What you need to do. What is the number of lines in the data that contain "changed"? Respond with nothing else.

Task material.
....................

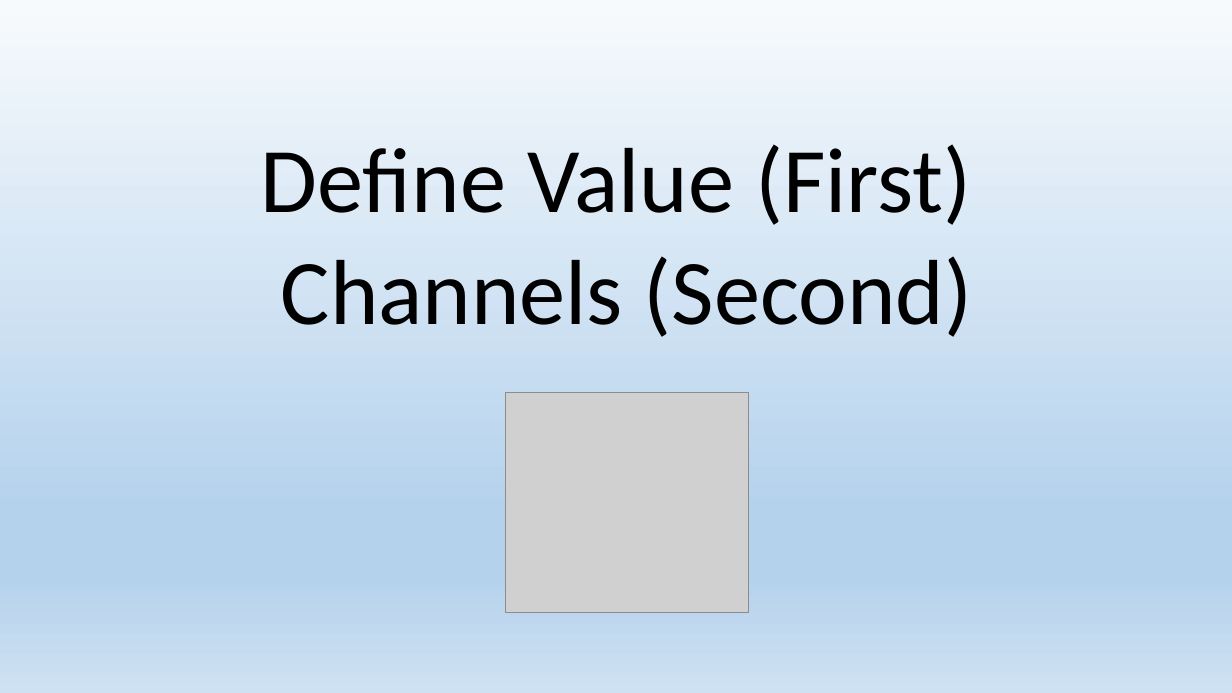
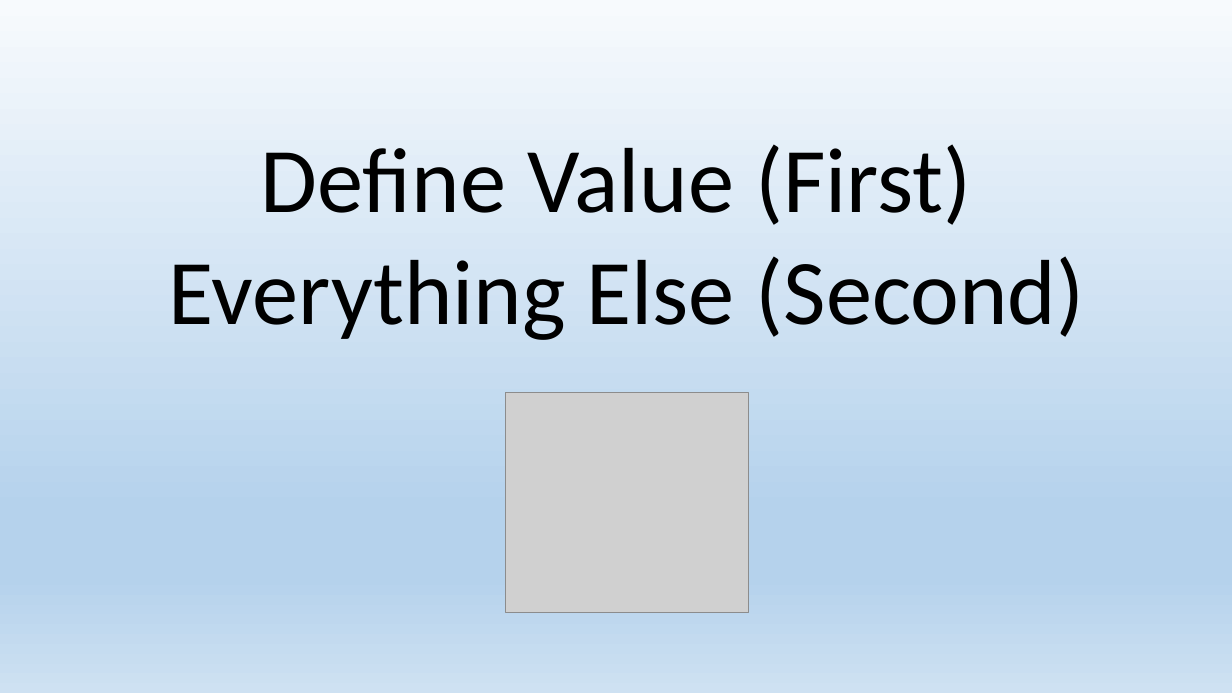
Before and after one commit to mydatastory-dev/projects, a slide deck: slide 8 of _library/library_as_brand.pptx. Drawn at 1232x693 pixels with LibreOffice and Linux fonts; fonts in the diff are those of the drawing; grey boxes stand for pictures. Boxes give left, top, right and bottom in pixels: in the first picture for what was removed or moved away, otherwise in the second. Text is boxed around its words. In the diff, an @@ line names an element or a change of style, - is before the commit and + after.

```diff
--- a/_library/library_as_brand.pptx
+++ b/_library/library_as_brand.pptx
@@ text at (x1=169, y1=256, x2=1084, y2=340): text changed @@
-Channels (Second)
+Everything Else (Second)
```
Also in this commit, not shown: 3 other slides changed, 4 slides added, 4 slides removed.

....................

Answer space. 2